Registry System: easy dependency injection and component swapping via a centralized registry.

The core idea of making everything modular and replacable is to make research experiments easy to implement cleanly.

Supported Models

Optimus-DL includes highly optimized implementations of:

Llama 2 / 3: Full support for GQA, RoPE, and various sharding strategies.
Qwen: Support for Qwen-style attention (Q/K Norm) and architectures.
GPT-2: Classic architecture for baselining.

Quick Start

Installation

# Clone the repository
git clone <repository-url>
cd optimus-dl

# Install in editable mode with dependencies
pip install -e .

Training

Training is orchestrated via scripts/train.py using Hydra configs.
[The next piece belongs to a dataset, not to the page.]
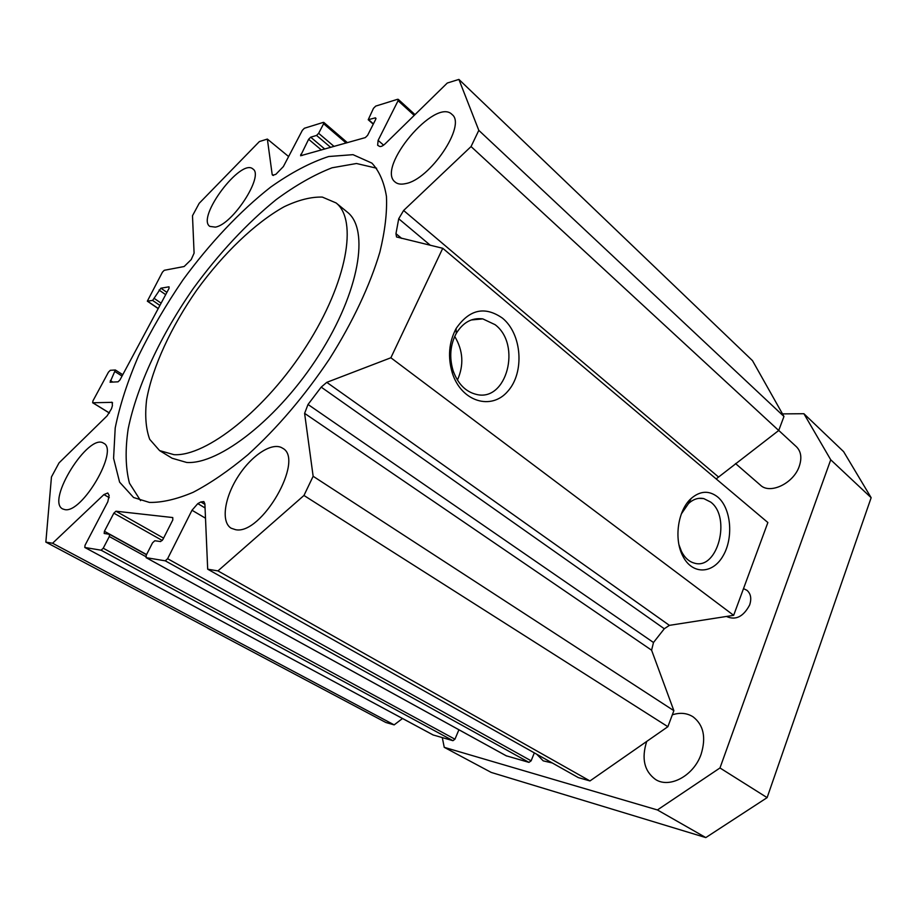 <?xml version="1.0" encoding="UTF-8"?>
<svg xmlns="http://www.w3.org/2000/svg" width="917" height="917" viewBox="0 0 917 917"><rect width="100%" height="100%" fill="white"/><g stroke="black" fill="none" stroke-linecap="round" stroke-linejoin="round"><path stroke-width="1.38" d="M159.592 450.602L173.978 454.672C206.279 456.723 266.056 409.498 306.565 345.789C347.291 282.161 357.939 220 336.092 202.944L322.337 197.086C311.058 196.777 298.334 199.986 284.167 206.738C255.132 222.865 223.312 253.528 196.926 289.864C171.181 326.681 152.509 366.857 146.605 399.755C144.783 415.447 145.814 428.64 149.7 439.323L159.592 450.602L172.121 458.248L186.667 462.455C219.266 464.804 278.974 418.152 319.127 354.856C359.498 291.652 369.631 229.571 347.463 212.24L346.924 211.804M140.565 500.625L129.446 483.179C125.514 467.842 125.09 449.731 128.185 428.835C137.08 385.472 161.094 334.682 193.533 288.167C219.048 253.241 246.581 223.737 276.12 199.654C295.503 185.372 314.153 174.746 332.046 167.788L356.484 163.501L376.612 168.212M149.425 502.424L133.584 497.518L119.6 482.147L113.582 458.294L115.21 427.952C119.818 405.211 127.635 381.117 138.662 355.658C151.248 329.971 166.046 304.685 183.045 279.811C209.718 243.36 239.979 211.185 270.664 187.114C291.044 172.683 310.37 162.481 328.664 156.52L352.999 154.664L371.912 163.123C379.248 171.055 384.097 182.151 386.447 196.421C387.192 212.423 385.002 230.969 379.89 252.049C370.113 285.072 352.69 322.222 329.421 359.028C304.501 396.133 277.312 428.044 247.865 454.775C228.746 470.708 210.52 483.213 193.178 492.291C176.706 499.261 162.126 502.642 149.425 502.424M442.751 248.289L390.871 357.768L326.773 382.355L321.202 387.123L308.02 404.477L304.604 413.349L313.144 476.278L303.963 495.467L217.937 570.901L207.689 569.193L204.881 503.834L203.849 501.588L200.846 501.954L197.797 503.628L191.997 510.253L167.616 558.705L165.255 560.826L146.216 557.674L146.227 555.221L152.531 542.83L154.824 540.743L160.59 541.569L162.905 539.471L172.809 519.928L172.763 517.555L115.955 511.205L113.846 513.165L104.412 531.287L104.183 533.476L109.536 534.302L109.318 536.525L103.231 548.228L101.111 550.2L84.8 547.472L85.04 545.271L107.816 501.782L109.134 495.455L107.77 492.979L103.908 494.584L52.578 543.242L45.85 542.107L51.455 476.955L59.043 462.879L107.129 415.837L111.484 408.764L112.413 405.635L112.172 402.345L92.789 402.758L92.881 401.004L108.47 372.13L110.292 370.308L115.37 369.998L110.074 382.217L118.064 381.816L119.944 379.97L169.049 288.374L169.015 286.815L160.888 288.19L152.612 300.432L147.339 301.166L162.447 272.143L164.258 270.297L184.157 266.515L191.217 259.58L194.095 253.149L192.49 215.736L199.184 203.322L259.385 141.562L267.363 139.075L272.166 174.413L272.567 175.25L275.822 174.356L283.364 166.585L302.358 130.317L304.387 128.254L323.346 122.374L323.621 123.738L318.646 133.32L316.56 135.429L310.703 137.183L308.628 139.269L300.581 155.752L365.321 137.596L367.591 135.361L375.741 119.279L375.351 117.823L368.221 119.737L373.483 108.321L375.718 106.097L397.646 99.277L398.081 100.71L378.125 140.37L377.632 145.23L379.409 146.33C380.761 146.961 382.733 146.078 385.3 143.682L447.278 83.034L458.901 79.412L478.812 130.363L471.051 146.56L403.618 210.486L398.712 218.762L395.961 233.663L396.545 236.976L442.751 248.289L767.873 522.53L733.657 615.33L669.399 625.36L664.298 628.753L653.489 642.508L651.597 650.199L673.869 710.675L667.874 726.7L589.963 780.94L578.283 777.593L207.689 569.193M215.323 227.118L209.833 226.396C196.078 217.65 241.102 157.621 252.943 169.015C264.325 175.594 232.712 224.585 215.323 227.118M235.6 529.694L231.176 528.226C220.768 522.048 224.47 497.415 238.248 476.244C251.866 454.958 272.658 441.49 282.608 448.218C304.994 459.302 261.574 535.299 235.6 529.694M405.474 183.641C400.935 184.638 397.462 184.088 395.055 181.99C376.073 167.616 435.564 96.766 452.092 114.545C466.65 125.159 429.878 179.766 405.474 183.641M64.832 509.611L62.665 508.935C45.758 500.969 88.743 432.354 103.621 443.243C119.244 449.72 82.14 513.646 64.832 509.611M717.541 496.865C731.09 507.88 733.829 537.511 723.146 555.725C712.75 574.34 692.06 574.959 682.718 555.851C673.708 538.818 677.972 510.081 691.143 498.493C700.118 490.801 708.921 490.263 717.541 496.865M678.993 544.858L681.469 551.426C684.747 557.788 689.045 561.685 694.375 563.13C717.587 570.443 731.502 517.291 710.686 502.069L703.798 498.607C698.445 497.495 693.355 499.135 688.518 503.513L681.32 513.956M502.482 318.153C522.002 334.04 524.73 372.405 507.88 391.181C491.478 410.713 461.434 401.829 452.345 373.093C447.622 357.114 448.872 342.259 456.116 328.515C469.378 309.338 484.829 305.877 502.482 318.153M495.065 324.664L482.8 318.887C471.888 317.511 463.039 322.371 456.23 333.456C450.201 344.918 449.147 357.309 453.09 370.628C457.835 383.868 465.63 391.8 476.45 394.425C506.769 402.15 521.796 344.54 495.065 324.664M457.434 380.085C464.082 365.115 463.177 350.558 454.717 336.413M716.166 478.915L778.716 430.486L783.955 416.478L752.502 360.656L458.901 79.412M471.051 146.56L778.716 430.486M478.812 130.363L783.955 416.478M267.363 139.075L288.626 156.555M45.85 542.107L385.862 722.493L394.172 724.877L402.506 718.492M52.578 543.242L394.172 724.877M433.122 734.953L452.964 740.684L454.947 739.205L458.913 729.772M506.287 755.814L528.96 762.371L531.138 760.812L534.324 752.868M217.937 570.901L589.963 780.94M303.963 495.467L667.874 726.7M313.144 476.278L673.869 710.675M390.871 357.768L733.657 615.33M743.504 588.611L746.988 590.33C750.828 593.735 751.711 598.618 749.659 604.956C743.4 616.728 735.686 620.58 726.505 616.488L726.459 616.453M552.263 762.967L543.219 760.858L536.732 754.232M778.728 430.428L796.518 446.843C801.114 451.554 802.031 458.042 799.257 466.306C793.595 483.465 769.856 494.664 760.376 485.104L735.526 463.543M442.303 737.646L444.241 747.332L657.409 809.952L719.971 767.965L830.733 459.784L803.9 413.716L782.488 413.888M672.321 714.824C680.07 712.326 686.993 712.99 693.092 716.842C703.591 724.98 706.262 737.44 701.115 754.232C693.837 775.69 669.593 788.769 655.495 779.45C644.25 771.174 641.315 758.508 646.703 741.44M719.971 767.965L767.116 797.63L705.803 837.588L491.214 772.423L444.241 747.332M830.733 459.784L871.15 497.702L767.116 797.63M803.9 413.716L843.617 451.645L871.15 497.702M657.409 809.952L705.803 837.588M395.961 233.663L401.703 238.409M398.712 218.762L430.348 245.297M403.618 210.486L718.24 476.783M378.125 140.37L383.581 145.138M398.081 100.71L414.209 115.393M368.76 119.795L373.402 123.898M375.351 117.823L376.027 118.431M300.765 154.377L302.106 155.489M308.628 139.269L321.42 150.021M310.703 137.183L324.79 149.07M316.56 135.429L330.693 147.396M318.646 133.32L334.086 146.433M323.621 123.738L346.122 143.029M272.166 174.413L273.472 175.468M147.58 301.212L158.251 308.513M152.612 300.432L159.902 305.441M154.457 298.575L161.117 303.16M159.042 290.047L165.679 294.655M160.888 288.19L166.894 292.374M110.338 380.532L112.848 382.114M115.106 371.66L122.03 376.073M92.789 402.758L109.444 412.994M111.542 402.185L112.573 402.827M103.908 494.584L109.283 497.656M84.914 547.518L433.397 735.102M101.111 550.2L452.964 740.684M103.231 548.228L454.947 739.205M109.318 536.525L145.769 556.596M109.65 534.393L146.491 554.728M104.412 531.287L146.571 554.556M113.846 513.165L162.263 540.48M115.955 511.205L163.581 538.141M146.216 557.674L506.642 756.009M165.255 560.826L528.96 762.371M167.616 558.705L531.138 760.812M191.997 510.253L205.5 518.208M197.797 503.628L205.053 507.938M200.846 501.954L204.904 504.373M304.604 413.349L651.597 650.199M308.02 404.477L653.489 642.508M321.202 387.123L664.298 628.753M326.773 382.355L669.399 625.36M336.092 202.944L347.463 212.24M681.469 551.426L682.718 555.851M688.518 503.513L691.143 498.493M698.937 498.344L703.798 498.607M453.09 370.628L452.345 373.093M456.23 333.456L456.116 328.515M471.246 319.976L482.8 318.887M398.23 99.334L415 114.614M368.221 119.737L373.253 124.185M323.804 122.408L347.405 142.674M147.339 301.166L158.194 308.605M115.37 369.998L122.763 374.709M92.606 402.712L109.41 413.04M84.8 547.472L433.248 735.044M109.536 534.302L146.502 554.693M146.055 557.616L506.448 755.929"/></g></svg>

# Run with default configuration
python scripts/train.py

# Override specific parameters
python scripts/train.py model=gpt2 optimization.batch_size=64 common.use_gpu=true

# Your own config
python scripts/train.py --config-name=train_llama

Writing Train Configs

This project uses Hydra and OmegaConf for configuration management. Configurations are hierarchical and composable, allowing you to mix and match models, datasets, and training strategies.

Structure & Interpolation

Configs are located in configs/train/. A typical training config composes defaults (model, optimizer, scheduler) and then overrides specific parameters.

We use a special args section as a "scratch space" for high-level variables. These are referenced throughout the config using OmegaConf's interpolation syntax ${...}. This ensures consistency (e.g., setting seq_len in one place updates both the model and the data pipeline).

_name: base
args:
  name: my-experiment
  batch_size: 64
  seq_len: 1024

# ... later in the config ...
optimization:
  iterations: ${args.iterations}

data:
  scratch:
    base_transforms:
      _name: compose
      transforms:
        # ...
        - _name: flat_batcher
          batch_size: ${args.batch_size} # Interpolated from args
          seq_len: ${args.seq_len}

Data Pipelines & `data.scratch`

The data section typically defines train_datasets and eval_datasets. To avoid repeating complex transform chains, we define them in data.scratch and reference them via interpolation.

data:
  scratch:
    # Define the transform chain once
    my_transform:
      _name: compose
      transforms:
        - _name: tokenize
          tokenizer_config: {_name: tiktoken, name: gpt2}
        - _name: to_device

  train_datasets:
    source:
      _name: loop
      inner: {_name: preset_dataset, split: train}
    # Reference the transform
    transform: ${data.scratch.my_transform}

Hydra & Omegaconf Extra Quick Guide

Here are some power-user features you'll likely use:

Overriding Defaults: You can swap out entire components from the command line.

# Switch the model to GPT-2 and optimizer to SGD
python scripts/train.py model=gpt2 optimization/optimizer=sgd

Multirun (-m): Run multiple experiments sequentially with a sweep.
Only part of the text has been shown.